Pharma will continue partnering with CROs and CMOs to provide quality APIs and drug candidates and improve pharma efficiencies and productivity as well as partnering with academic institutions to have access to innovative early stage drug candidates to address the innovation gap. Many academic drug discovery centers are well-suited for doing the early work around target discovery and target validation and basic research. Pharma-Academia partnerships are expected to continue to grow during the next decade.
 

Moulder Center for Drug Discovery Research:

The Moulder Center, a modern drug discovery facility within Temple University’s School of Pharmacy, was commissioned with this very goal in mind. As a multidisciplinary research hub and integrated drug discovery facility embedded within Temple University, the Moulder Center has access to the latest in cutting-edge enabling technologies. The Center’s team members, many of which are former Pharma scientists, strive to further the development of scientific discoveries, enabling important research to move beyond the lab and into the broader research community. New biological targets can be rapidly screened for small-molecule modulators, using state-of-the-art screening technology and computational chemistry. The medicinal chemistry laboratories are designed to handle mg-to-kg-scale small-molecule synthesis, taking advantage of parallel synthesis platforms to enhance productivity. In-vitro physicochemical and ADME screening as well as dedicated in-vivo pharmacokinetic resources enhance the chances for success by insuring that biologically interesting molecules also possess good drug-like properties.

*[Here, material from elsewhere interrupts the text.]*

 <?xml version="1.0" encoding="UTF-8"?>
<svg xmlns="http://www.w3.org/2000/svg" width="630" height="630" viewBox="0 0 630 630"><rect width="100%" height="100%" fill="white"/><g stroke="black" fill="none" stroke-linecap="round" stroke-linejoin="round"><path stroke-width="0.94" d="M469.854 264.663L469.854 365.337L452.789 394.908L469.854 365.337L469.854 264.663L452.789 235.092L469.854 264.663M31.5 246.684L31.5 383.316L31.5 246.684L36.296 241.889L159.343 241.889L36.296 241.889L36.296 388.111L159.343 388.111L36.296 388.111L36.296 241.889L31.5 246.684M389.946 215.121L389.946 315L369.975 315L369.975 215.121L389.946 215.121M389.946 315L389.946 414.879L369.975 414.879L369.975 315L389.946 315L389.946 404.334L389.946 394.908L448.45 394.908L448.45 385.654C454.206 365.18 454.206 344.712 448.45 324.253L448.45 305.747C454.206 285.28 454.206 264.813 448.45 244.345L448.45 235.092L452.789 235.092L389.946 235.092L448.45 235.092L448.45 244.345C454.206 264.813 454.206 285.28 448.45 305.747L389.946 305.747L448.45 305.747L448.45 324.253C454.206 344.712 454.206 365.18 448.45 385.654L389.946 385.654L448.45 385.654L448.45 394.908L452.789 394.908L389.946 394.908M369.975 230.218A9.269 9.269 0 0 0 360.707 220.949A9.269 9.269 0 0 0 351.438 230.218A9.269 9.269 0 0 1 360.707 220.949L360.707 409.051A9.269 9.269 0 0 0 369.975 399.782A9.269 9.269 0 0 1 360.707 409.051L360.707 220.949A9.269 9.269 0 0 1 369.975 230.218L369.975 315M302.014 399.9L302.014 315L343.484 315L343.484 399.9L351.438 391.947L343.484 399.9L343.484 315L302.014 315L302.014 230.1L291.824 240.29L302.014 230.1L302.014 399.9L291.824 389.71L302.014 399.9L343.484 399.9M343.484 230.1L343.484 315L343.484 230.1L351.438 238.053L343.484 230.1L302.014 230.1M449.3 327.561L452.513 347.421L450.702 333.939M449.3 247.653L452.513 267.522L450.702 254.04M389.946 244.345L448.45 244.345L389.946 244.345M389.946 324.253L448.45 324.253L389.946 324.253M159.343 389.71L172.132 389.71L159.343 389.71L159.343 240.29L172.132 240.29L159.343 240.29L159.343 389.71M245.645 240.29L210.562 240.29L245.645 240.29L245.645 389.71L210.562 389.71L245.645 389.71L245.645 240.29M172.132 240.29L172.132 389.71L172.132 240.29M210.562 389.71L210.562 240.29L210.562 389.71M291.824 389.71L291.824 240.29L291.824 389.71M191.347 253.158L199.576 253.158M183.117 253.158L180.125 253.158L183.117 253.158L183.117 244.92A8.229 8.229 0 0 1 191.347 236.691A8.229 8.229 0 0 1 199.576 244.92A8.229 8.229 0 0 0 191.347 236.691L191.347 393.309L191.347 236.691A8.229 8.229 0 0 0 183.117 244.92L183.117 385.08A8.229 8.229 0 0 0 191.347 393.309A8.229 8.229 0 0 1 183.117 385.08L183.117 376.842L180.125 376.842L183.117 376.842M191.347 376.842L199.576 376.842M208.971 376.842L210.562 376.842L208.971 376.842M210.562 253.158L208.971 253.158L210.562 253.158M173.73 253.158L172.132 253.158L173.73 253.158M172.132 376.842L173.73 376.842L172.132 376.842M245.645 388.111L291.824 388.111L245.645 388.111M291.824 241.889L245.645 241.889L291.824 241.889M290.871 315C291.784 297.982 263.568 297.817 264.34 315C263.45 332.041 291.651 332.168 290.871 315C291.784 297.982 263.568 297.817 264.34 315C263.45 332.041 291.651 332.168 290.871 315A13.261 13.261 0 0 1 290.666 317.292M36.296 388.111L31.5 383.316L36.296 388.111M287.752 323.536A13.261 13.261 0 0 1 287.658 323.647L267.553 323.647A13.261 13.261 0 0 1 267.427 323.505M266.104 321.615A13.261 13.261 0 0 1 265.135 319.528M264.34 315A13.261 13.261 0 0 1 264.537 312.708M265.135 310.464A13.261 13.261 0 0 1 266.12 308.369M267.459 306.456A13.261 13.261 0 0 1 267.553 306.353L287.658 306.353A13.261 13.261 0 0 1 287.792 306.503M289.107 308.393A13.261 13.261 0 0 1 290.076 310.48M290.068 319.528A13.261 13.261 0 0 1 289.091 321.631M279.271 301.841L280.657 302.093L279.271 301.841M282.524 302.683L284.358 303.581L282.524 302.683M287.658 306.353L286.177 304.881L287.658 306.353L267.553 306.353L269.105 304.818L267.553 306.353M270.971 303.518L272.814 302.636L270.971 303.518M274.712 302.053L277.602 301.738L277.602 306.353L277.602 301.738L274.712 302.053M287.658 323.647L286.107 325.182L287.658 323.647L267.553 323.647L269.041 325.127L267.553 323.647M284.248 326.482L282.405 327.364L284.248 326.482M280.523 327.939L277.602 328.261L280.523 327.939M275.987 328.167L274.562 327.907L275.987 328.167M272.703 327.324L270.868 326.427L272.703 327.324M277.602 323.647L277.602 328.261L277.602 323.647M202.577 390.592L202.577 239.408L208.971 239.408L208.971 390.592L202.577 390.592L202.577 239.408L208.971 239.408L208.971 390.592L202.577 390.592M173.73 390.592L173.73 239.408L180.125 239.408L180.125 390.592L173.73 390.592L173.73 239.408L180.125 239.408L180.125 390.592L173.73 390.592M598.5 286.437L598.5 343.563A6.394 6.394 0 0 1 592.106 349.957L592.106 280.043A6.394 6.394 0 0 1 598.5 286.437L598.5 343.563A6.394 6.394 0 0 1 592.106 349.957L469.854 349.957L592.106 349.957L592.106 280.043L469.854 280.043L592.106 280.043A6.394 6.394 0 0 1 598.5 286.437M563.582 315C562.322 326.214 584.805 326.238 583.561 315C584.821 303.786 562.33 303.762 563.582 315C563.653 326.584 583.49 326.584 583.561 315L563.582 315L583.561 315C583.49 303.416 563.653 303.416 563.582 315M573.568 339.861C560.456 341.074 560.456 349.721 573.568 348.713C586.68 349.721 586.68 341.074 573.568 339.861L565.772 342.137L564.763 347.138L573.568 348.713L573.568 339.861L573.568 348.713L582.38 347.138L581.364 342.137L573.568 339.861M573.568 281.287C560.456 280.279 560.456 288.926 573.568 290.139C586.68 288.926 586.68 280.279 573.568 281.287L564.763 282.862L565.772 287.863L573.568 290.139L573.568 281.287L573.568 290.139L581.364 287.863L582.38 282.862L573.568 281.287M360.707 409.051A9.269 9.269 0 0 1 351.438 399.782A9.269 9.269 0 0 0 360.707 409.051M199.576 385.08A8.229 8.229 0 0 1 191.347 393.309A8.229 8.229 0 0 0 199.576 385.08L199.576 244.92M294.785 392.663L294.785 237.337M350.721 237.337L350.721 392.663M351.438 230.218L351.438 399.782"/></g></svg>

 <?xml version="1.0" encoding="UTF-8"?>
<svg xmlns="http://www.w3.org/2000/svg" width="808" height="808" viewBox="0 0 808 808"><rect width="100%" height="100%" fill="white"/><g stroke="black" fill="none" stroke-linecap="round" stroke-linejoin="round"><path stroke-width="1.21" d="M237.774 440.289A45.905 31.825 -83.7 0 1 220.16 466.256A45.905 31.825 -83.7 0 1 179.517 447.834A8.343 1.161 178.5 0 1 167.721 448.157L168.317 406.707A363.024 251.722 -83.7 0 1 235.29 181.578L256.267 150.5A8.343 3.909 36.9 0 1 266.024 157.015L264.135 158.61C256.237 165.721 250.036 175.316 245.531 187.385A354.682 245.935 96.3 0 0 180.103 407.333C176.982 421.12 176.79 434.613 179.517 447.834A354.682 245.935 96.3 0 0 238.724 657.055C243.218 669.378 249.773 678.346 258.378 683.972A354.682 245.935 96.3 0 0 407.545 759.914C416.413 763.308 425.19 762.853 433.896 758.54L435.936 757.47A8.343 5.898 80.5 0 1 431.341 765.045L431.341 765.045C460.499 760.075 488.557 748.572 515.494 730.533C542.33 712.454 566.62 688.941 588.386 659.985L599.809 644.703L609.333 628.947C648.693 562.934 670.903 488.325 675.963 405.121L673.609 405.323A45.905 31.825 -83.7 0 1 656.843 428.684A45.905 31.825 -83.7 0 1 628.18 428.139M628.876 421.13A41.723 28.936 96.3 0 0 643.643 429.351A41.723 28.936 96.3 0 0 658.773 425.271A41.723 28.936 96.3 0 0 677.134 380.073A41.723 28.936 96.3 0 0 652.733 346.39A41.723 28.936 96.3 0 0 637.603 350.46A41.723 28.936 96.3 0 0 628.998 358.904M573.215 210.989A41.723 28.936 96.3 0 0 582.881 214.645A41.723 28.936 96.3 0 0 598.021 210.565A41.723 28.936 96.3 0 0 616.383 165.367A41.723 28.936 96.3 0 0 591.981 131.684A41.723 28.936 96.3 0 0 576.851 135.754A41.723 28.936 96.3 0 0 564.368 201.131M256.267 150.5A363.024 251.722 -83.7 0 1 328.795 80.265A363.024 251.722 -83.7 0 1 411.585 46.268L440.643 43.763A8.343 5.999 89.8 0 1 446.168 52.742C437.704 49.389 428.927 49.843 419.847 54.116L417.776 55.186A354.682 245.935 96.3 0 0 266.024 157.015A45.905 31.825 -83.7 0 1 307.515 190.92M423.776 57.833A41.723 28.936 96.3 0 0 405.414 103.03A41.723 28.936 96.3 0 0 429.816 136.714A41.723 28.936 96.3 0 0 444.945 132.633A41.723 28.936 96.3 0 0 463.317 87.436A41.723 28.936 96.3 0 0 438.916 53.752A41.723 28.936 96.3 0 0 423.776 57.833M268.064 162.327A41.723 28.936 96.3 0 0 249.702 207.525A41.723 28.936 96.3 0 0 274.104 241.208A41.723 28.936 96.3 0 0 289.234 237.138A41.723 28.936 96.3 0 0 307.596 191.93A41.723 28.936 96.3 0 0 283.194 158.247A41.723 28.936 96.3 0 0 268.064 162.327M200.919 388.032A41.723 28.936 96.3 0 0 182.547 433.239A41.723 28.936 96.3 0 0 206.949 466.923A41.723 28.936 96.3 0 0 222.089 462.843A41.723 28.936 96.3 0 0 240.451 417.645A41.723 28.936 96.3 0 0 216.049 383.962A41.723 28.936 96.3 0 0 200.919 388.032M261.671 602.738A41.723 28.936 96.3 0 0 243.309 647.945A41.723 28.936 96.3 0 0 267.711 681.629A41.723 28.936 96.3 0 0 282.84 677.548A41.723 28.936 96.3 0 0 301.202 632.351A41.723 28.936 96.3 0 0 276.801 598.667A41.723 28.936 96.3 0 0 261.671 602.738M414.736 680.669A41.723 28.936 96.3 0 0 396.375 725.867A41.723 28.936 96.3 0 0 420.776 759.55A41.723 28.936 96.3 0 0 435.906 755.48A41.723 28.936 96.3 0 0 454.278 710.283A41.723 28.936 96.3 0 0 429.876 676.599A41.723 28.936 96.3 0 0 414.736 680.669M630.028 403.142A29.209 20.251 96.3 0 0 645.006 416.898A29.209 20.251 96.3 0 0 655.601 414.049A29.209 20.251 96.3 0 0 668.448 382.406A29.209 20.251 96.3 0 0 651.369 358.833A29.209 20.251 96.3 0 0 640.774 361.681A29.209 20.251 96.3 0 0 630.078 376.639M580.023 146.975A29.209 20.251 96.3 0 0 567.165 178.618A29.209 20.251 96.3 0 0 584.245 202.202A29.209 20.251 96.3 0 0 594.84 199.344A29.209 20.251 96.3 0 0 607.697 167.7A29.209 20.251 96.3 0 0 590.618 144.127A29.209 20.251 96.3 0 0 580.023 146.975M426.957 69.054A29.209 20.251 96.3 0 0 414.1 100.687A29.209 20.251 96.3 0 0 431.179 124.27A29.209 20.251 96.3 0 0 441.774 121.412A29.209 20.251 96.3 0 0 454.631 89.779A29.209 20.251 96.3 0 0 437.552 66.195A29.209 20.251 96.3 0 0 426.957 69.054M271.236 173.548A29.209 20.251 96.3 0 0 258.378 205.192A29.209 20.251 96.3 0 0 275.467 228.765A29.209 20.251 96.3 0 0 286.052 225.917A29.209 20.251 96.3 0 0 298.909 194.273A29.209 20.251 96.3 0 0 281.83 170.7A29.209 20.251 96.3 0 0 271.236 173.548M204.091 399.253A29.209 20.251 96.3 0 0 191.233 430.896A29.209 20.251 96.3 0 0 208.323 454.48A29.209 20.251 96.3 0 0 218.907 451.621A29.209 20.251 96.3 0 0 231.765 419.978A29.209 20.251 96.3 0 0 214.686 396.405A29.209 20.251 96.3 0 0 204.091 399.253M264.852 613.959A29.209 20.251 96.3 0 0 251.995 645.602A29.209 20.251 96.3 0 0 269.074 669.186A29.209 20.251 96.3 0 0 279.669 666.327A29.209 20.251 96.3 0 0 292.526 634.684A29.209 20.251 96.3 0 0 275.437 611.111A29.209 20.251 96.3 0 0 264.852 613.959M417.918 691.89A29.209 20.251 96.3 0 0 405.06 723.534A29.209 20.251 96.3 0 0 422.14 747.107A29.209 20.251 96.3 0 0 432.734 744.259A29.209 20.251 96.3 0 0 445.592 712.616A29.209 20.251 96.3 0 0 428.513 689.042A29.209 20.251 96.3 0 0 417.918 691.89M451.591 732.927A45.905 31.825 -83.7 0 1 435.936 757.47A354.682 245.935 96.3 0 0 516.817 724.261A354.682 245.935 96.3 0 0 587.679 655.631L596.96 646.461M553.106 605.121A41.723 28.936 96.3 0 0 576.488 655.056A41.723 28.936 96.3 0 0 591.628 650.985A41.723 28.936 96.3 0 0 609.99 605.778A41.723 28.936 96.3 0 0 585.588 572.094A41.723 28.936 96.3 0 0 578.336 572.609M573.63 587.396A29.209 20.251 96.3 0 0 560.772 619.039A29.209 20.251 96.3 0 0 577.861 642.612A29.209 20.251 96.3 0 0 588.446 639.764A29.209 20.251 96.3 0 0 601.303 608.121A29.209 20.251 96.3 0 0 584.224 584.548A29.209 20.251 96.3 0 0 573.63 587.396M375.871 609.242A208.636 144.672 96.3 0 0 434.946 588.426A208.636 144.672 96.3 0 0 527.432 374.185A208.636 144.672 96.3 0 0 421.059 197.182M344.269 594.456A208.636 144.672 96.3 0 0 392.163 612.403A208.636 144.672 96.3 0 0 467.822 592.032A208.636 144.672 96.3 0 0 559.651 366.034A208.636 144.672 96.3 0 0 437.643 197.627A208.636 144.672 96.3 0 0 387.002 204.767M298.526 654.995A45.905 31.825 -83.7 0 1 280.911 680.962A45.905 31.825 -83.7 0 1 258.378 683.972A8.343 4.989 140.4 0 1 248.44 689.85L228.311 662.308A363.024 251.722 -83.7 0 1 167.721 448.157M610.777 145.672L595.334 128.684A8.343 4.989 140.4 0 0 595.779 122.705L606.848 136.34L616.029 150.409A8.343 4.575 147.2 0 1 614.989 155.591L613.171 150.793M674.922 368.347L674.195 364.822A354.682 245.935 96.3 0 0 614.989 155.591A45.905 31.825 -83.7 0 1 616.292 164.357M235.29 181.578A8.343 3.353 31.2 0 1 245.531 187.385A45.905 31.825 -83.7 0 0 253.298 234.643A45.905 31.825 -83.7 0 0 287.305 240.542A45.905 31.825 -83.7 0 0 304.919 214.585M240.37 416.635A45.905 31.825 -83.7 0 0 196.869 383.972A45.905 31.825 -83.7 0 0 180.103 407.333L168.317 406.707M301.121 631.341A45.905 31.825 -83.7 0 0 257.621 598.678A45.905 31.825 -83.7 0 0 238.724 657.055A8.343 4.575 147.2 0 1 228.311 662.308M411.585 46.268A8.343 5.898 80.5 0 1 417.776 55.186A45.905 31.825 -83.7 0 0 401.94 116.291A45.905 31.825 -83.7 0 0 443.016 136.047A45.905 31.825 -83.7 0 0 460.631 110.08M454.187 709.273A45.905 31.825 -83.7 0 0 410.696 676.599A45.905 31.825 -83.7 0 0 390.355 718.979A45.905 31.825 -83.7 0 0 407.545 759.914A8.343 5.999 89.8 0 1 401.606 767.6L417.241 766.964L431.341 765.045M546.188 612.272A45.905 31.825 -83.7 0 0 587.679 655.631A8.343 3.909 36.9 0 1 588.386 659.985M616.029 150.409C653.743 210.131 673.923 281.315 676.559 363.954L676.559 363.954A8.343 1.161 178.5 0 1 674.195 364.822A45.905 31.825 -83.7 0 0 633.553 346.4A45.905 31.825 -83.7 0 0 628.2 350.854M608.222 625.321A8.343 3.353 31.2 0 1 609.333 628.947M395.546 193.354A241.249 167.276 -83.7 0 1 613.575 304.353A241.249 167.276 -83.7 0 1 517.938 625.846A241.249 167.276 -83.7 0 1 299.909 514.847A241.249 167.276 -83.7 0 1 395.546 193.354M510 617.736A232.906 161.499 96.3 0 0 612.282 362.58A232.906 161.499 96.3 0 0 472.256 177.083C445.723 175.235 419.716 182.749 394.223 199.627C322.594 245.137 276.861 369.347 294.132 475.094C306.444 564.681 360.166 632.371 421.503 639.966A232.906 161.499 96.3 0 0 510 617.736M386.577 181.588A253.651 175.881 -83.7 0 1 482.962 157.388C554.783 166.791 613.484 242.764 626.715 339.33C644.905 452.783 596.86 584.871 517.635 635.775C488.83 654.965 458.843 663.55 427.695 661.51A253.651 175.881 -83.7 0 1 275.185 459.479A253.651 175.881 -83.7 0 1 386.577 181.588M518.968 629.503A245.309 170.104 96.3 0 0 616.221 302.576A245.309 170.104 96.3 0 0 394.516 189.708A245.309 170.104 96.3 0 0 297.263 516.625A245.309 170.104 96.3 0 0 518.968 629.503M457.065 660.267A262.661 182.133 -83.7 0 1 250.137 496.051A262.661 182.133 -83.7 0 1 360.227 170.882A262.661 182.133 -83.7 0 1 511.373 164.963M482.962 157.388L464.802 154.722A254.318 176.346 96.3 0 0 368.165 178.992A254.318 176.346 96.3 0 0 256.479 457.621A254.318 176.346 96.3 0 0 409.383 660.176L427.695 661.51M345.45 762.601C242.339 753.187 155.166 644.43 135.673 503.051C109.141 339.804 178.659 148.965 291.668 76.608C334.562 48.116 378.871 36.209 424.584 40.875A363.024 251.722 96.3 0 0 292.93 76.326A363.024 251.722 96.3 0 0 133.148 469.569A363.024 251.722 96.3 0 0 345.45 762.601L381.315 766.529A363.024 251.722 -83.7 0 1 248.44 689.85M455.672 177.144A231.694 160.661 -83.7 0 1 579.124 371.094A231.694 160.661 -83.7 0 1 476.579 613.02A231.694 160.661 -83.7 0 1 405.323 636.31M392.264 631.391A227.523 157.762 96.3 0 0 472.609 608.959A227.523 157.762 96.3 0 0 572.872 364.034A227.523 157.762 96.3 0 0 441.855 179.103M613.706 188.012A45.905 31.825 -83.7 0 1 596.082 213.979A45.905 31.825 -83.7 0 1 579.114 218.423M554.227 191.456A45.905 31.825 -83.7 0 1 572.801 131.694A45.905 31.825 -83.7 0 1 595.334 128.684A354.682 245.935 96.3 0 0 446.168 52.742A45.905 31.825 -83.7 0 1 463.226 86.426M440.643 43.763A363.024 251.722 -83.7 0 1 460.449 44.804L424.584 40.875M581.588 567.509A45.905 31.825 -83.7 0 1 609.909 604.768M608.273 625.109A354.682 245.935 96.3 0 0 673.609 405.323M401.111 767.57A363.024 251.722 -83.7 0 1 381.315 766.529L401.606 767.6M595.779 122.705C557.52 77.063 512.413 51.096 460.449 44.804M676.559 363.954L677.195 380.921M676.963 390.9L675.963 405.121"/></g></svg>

The mission and objectives of the Moulder Center are:

• Discover new drug candidates using modern drug discovery approaches employing cutting edge science in all phases of drug discovery.
• Facilitating collaborative research within Temple University and across other universities, research institutions, pharmaceutical companies and external collaborators in the US and abroad.
• Bridging the gap between pre-clinical and clinical research in support of translational medicine (biomarkers, imaging ligands, etc.)
• Training students, postdoctoral fellows, faculty, visiting scholars and future researchers by providing them with a good understanding of modern drug and hands-on training on various aspects of drug discovery.

The Center has secured funding through a series of collaborations, grants, and contract research and collaborative programs with premier institutions, as well as regional and international corporate partners and generous gifts from distinguished alumni. Current research activities include projects in addiction and withdrawal, Alzheimer’s disease, cardiovascular disease, cancer therapeutics, and anti-viral agents.